Since that time, three other conductors and orchestras have recorded the music. Dennis Russell Davies recorded it with the Vienna Radio Symphony Orchestra (I haven't heard that one) and Leif Segerstram recorded it for (expensive) BIS with a Swedish orchestra. I've heard that one and I'd call it a massive failure, an attempt to turn the romantic era Rott into the most dour and slow-moving Sibelius.
This recording, under the baton of Sebastian Weigle leading the Munich Radio Symphony Orchestra, was recorded in 2003. When I first heard this, I was certain Weigle's reading was much lengthier than Samuel's. It was a great shock to me to read the respective timings and find there was almost no difference between the two. Where Samuel is more direct delivering the music in a way Toscanini might have, Weigle's way is more humane, more romantic, and -- like the notes to this recording do -- links the composition musically to Anton Bruckner.
Rott, who died young (1858-84), was a student of Bruckner and a friend to Mahler, who borrowed themes from the third movement of this symphony in his own first symphony. The link between the two great late romantic composers and the only symphony of Hans Rott is clearly the vision Weigle meant to project. His romantic approach is most clearly characterised during the final reprieve of the first movement's big main theme, where the music sound eerily similar to the same section of the first movement of Barber's Violin Concerto.
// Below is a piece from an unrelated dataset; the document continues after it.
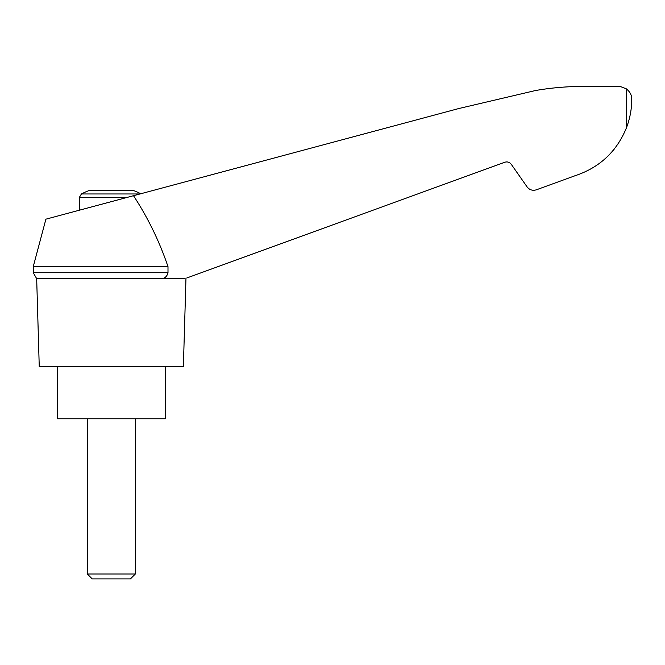 <?xml version="1.0" encoding="UTF-8"?>
<svg xmlns="http://www.w3.org/2000/svg" width="665" height="665" viewBox="0 0 665 665"><rect width="100%" height="100%" fill="white"/><g stroke="black" fill="none" stroke-linecap="round" stroke-linejoin="round"><path stroke-width="1" d="M33.25 266.64L33.25 272.716L167.996 272.716L167.996 266.64L33.25 266.64L45.902 219.176L458.808 108.536L535.666 90.49C553.421 87.439 571.302 86.109 589.315 86.483L620.545 86.591L626.33 88.836C630.038 91.828 631.841 95.311 631.75 99.301C631.75 109.043 629.946 118.653 626.33 128.104C616.472 151.853 599.323 167.746 574.901 175.784L536.372 189.808C532.615 190.913 529.523 189.941 527.079 186.873L511.269 164.305C509.565 162.16 507.395 161.479 504.768 162.252L186.79 277.987M167.996 266.64C159.459 241.47 147.963 217.821 133.499 195.701M184.978 278.643L36.675 278.643L39.252 366.723L183.374 366.723L185.959 278.643M140.781 193.748A64.056 64.056 0 0 0 133.607 190.572L89.027 190.572A64.056 64.056 0 0 0 81.421 193.972L79.285 197.513L126.732 197.513M612.149 151.645L614.161 149.234M617.552 144.679L618.084 143.898L617.552 144.679M574.901 175.784L550.537 184.654M167.996 272.716C167.381 275.526 165.718 277.505 163.008 278.643M57.273 366.723L57.273 418.767L165.361 418.767L165.361 366.723M87.298 573.986L92.211 578.899L130.423 578.899L135.336 573.986L87.298 573.986L87.298 418.767M139.949 193.972L81.421 193.972M626.33 88.836L626.33 128.104M33.25 272.716L36.675 278.643M135.336 573.986L135.336 418.767M79.285 210.223L79.285 197.513"/></g></svg>

Samuel, meanwhile, focuses more clearly on the energy in the music. His reading reminds me more of Mendelssohn than either Bruckner or Mahler, although affects of the latter are sprinkled throughout Samuel's reading. Weigle leads a reading of more humanity, simliar to what I think Bruno Walter or Clauido Abbado may have done with this music. Weigle is similarly moved in the two other pieces on the recording, Rott's inconsequential Orchestra Prelude in E major and A Prelude to Julius Caesar, a piece reminiscent of both Elgar and Meistersinger in its opening that turns more to Tchaikovskian romance as it goes on.
I think Weigle's way works splendidly with the music, with a few tiny reservations. He sometimes takes too long to get to the point and his finale is, to me, quite deliberate. These are not faults, only my personal preferences. I also prefer Samuel's cleaner textures, greater directness, the playing of his orchestra and the sound of his recording, the reason I graded it higher than this one.
Anyone coming to this music for the first time cannot make a mistake buying this recording, which, with a $6.98 list price, is about as cheap as any new CD anywhere. It comes with informative notes about the composer, his works, the orchestra and conductor -- which is more than I could find in any of the 2008 Penguin Guide, 2005 All Music Guide or 2000 Third Ear Classical Music, which, between them, did not allocate a single sentence to this composer or his great Symphony in E major. They missed the boat, but you don't have to. Get this recording or Samuel's and enjoy one of the great missing masterpieces of the late romantic era."